**To do**
In the records below, some lines hold the word "assignments". Copy each of those lines.

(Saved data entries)
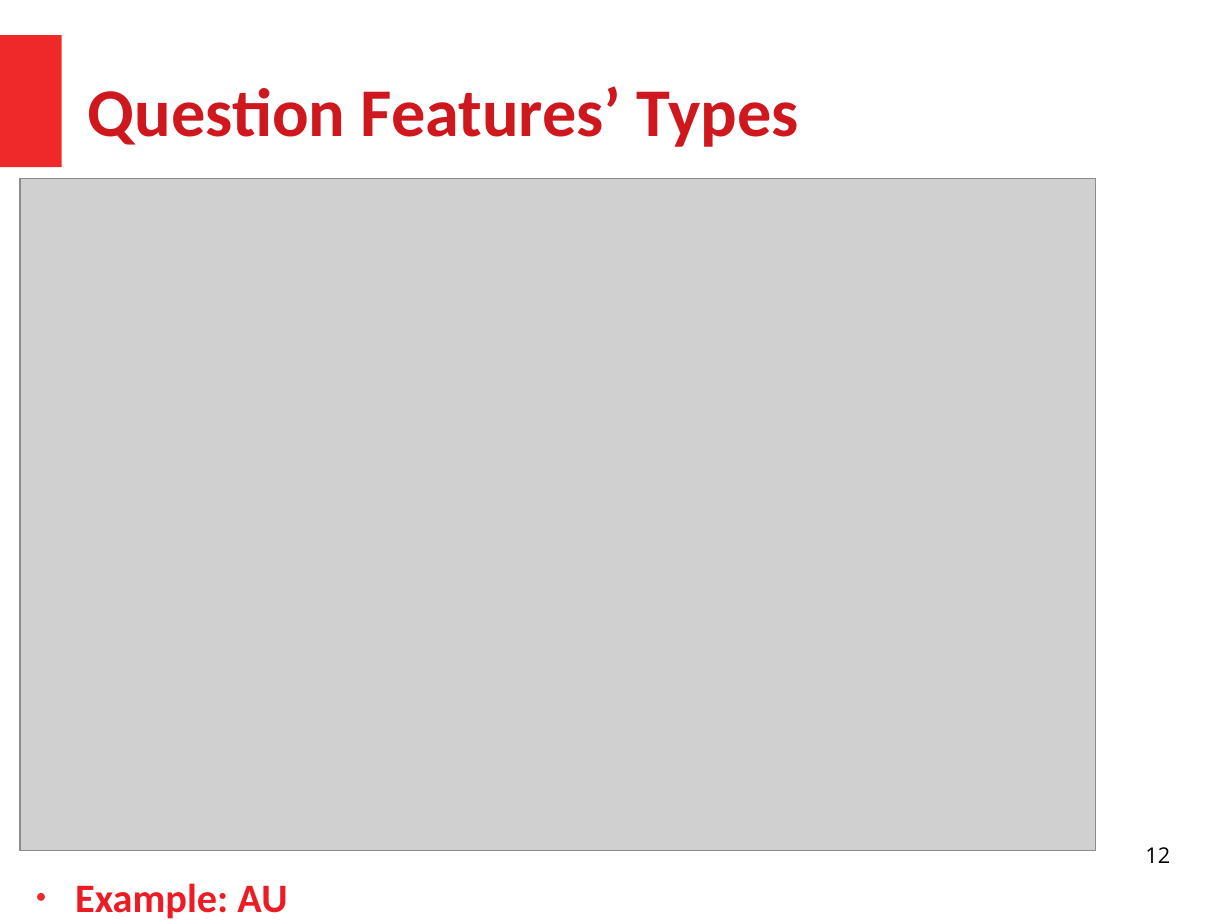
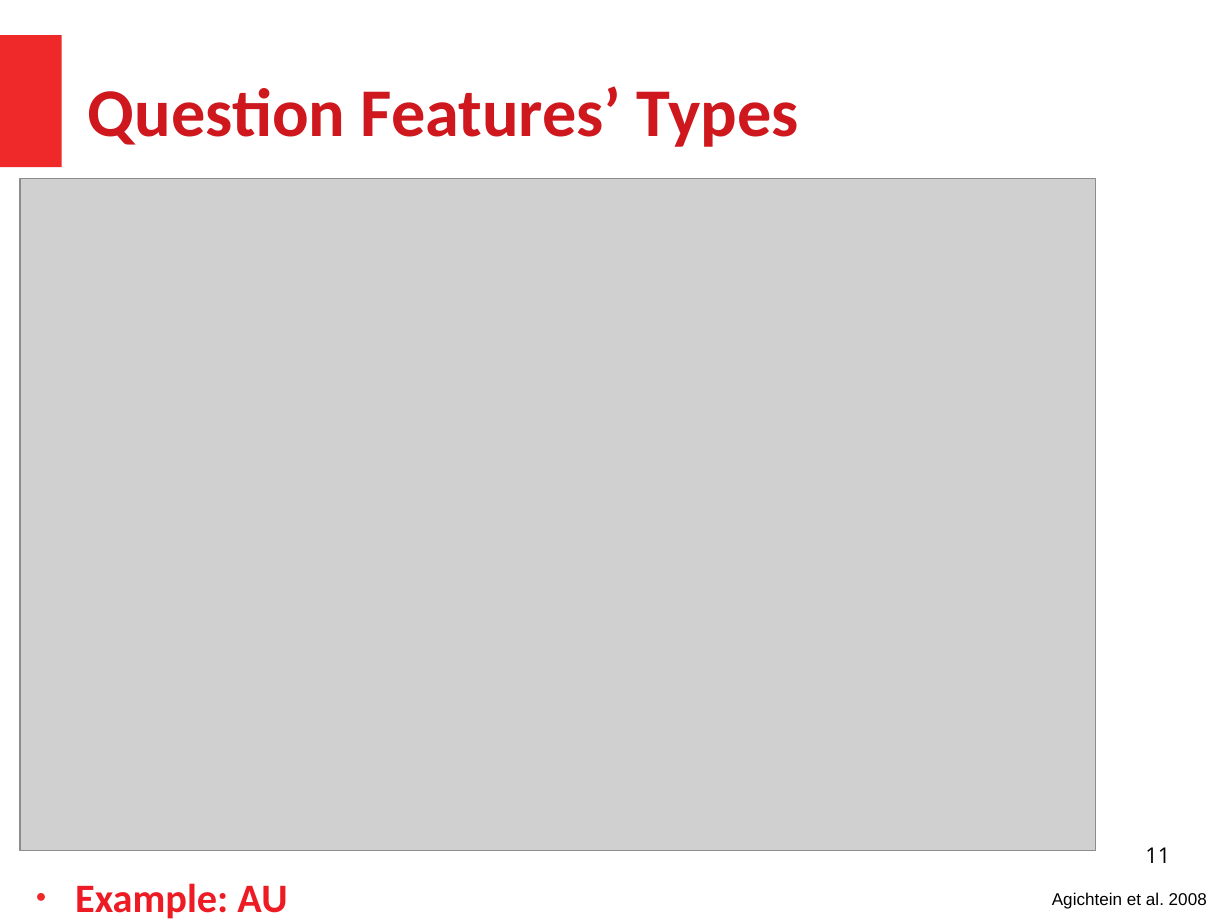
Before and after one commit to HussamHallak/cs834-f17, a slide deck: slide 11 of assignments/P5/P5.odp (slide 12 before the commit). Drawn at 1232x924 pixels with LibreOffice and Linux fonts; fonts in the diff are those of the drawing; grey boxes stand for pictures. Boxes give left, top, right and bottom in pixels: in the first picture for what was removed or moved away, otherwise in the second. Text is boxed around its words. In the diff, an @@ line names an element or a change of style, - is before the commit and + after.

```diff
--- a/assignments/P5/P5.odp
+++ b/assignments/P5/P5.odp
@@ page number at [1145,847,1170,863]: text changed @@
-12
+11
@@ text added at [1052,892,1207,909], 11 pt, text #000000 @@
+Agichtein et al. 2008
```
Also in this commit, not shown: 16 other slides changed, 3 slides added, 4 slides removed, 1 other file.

==

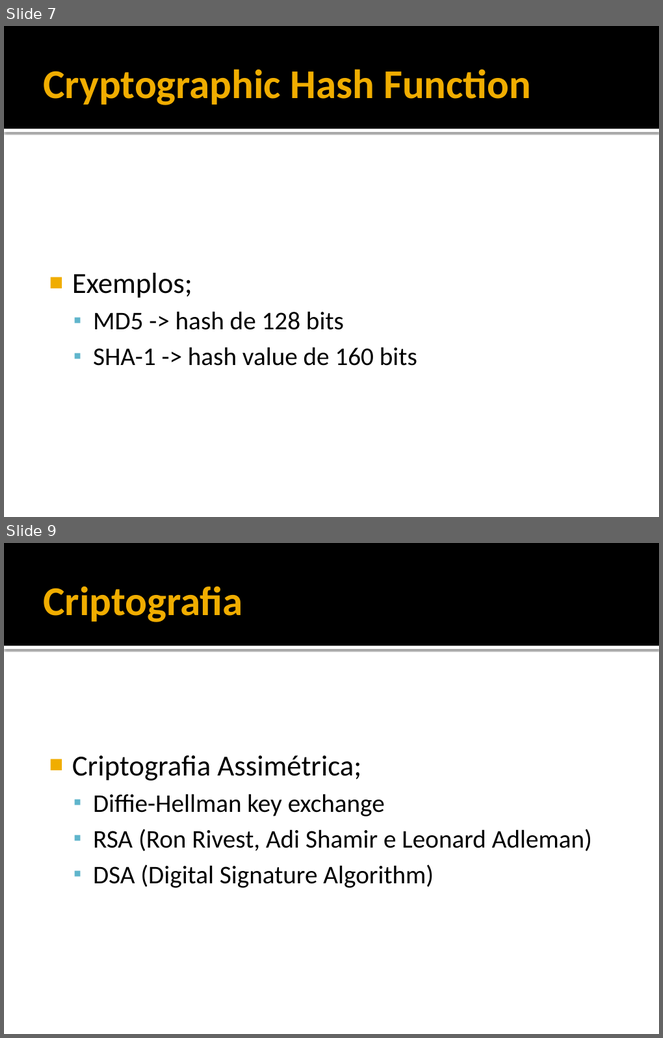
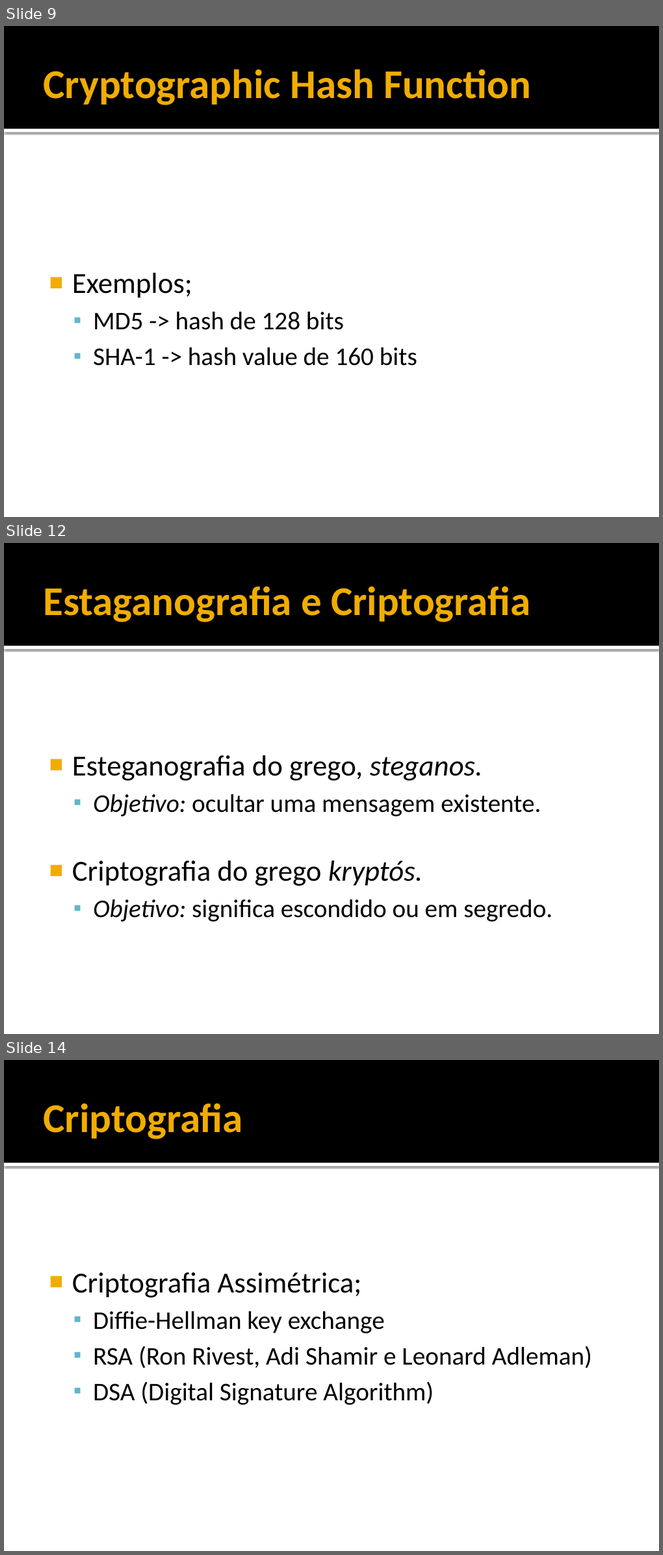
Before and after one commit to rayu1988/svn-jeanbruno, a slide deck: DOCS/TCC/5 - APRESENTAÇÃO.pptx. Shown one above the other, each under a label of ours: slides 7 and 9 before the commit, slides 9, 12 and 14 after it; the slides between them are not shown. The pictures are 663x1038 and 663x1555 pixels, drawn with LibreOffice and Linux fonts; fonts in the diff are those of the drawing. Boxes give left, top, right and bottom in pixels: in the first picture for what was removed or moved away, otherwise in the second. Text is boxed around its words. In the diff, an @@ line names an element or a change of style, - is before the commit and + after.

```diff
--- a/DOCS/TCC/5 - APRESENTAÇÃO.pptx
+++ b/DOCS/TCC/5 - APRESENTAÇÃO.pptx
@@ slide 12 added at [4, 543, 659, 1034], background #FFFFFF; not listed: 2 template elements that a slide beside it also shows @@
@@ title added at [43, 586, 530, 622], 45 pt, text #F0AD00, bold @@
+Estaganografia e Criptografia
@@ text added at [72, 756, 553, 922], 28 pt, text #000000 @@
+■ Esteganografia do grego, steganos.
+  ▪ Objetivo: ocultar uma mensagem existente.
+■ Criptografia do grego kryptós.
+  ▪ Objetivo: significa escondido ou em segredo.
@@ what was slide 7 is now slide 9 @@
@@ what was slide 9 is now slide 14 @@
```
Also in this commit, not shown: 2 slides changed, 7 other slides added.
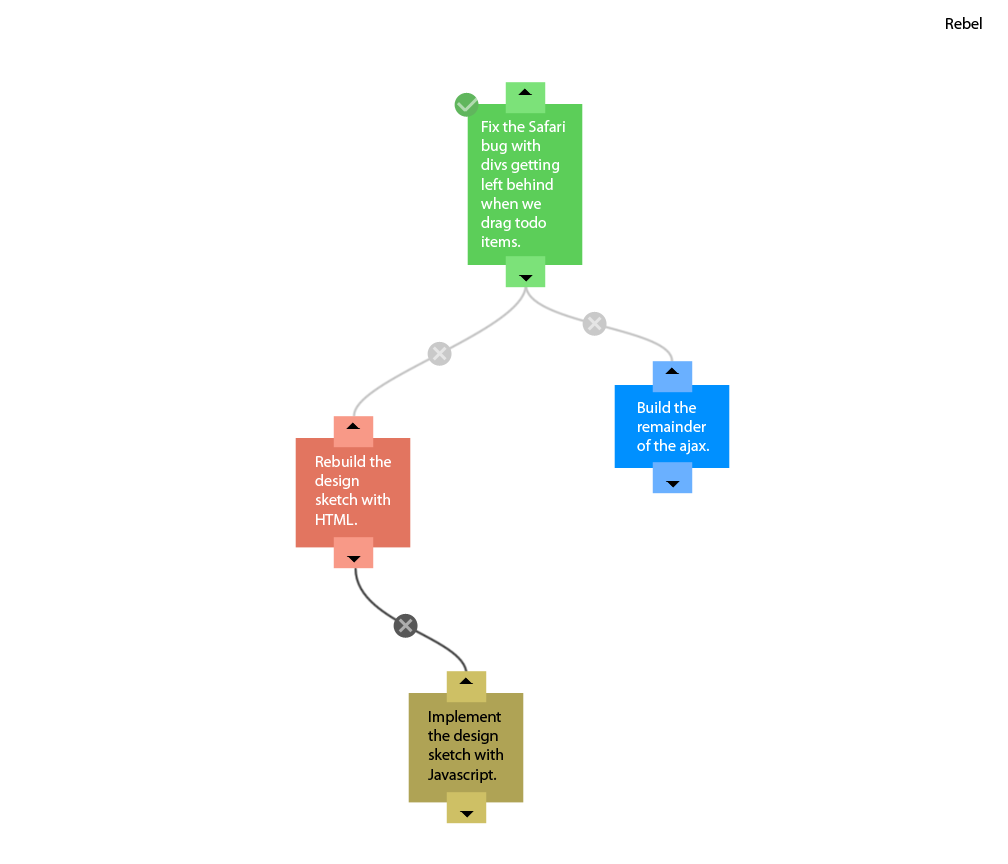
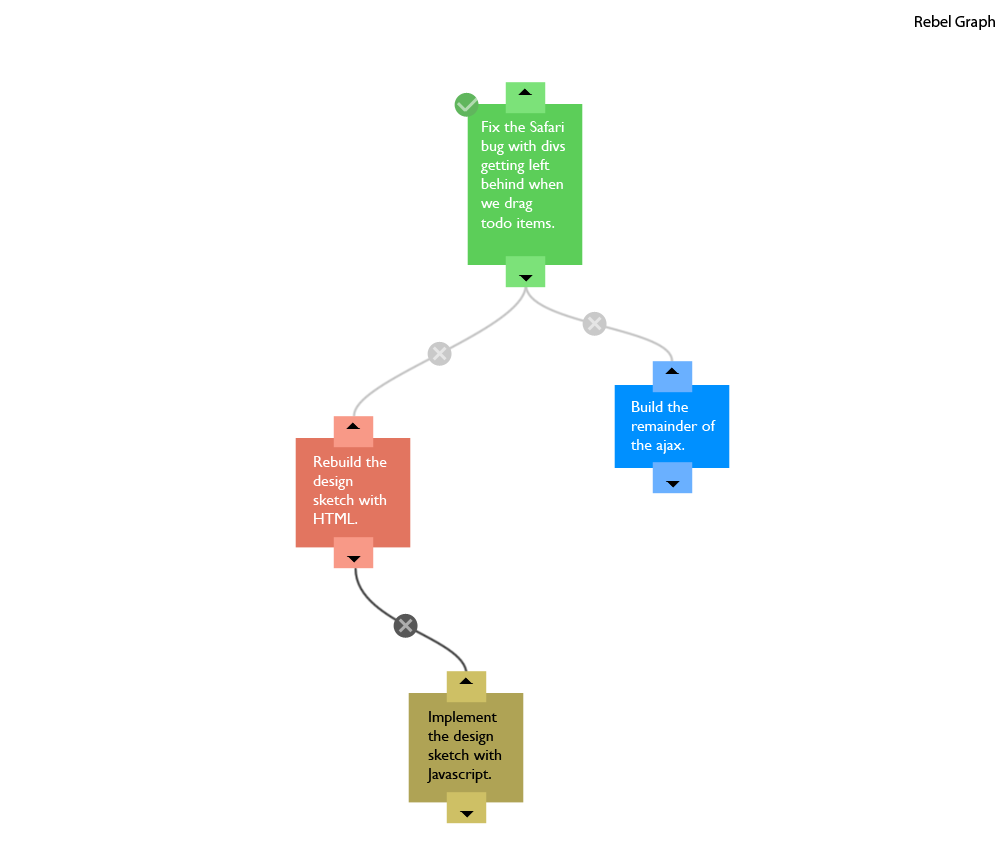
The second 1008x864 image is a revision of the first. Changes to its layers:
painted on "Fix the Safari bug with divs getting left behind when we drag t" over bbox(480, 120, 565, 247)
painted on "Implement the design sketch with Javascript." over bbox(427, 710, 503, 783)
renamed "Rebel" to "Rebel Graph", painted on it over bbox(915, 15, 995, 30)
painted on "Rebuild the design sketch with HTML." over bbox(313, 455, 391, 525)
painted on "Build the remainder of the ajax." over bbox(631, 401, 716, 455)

**Finished task**
Before and after one commit to HussamHallak/cs834-f17, a slide deck: slide 11 of assignments/P5/P5.odp (slide 12 before the commit). Drawn at 1232x924 pixels with LibreOffice and Linux fonts; fonts in the diff are those of the drawing; grey boxes stand for pictures. Boxes give left, top, right and bottom in pixels: in the first picture for what was removed or moved away, otherwise in the second. Text is boxed around its words. In the diff, an @@ line names an element or a change of style, - is before the commit and + after.
--- a/assignments/P5/P5.odp
+++ b/assignments/P5/P5.odp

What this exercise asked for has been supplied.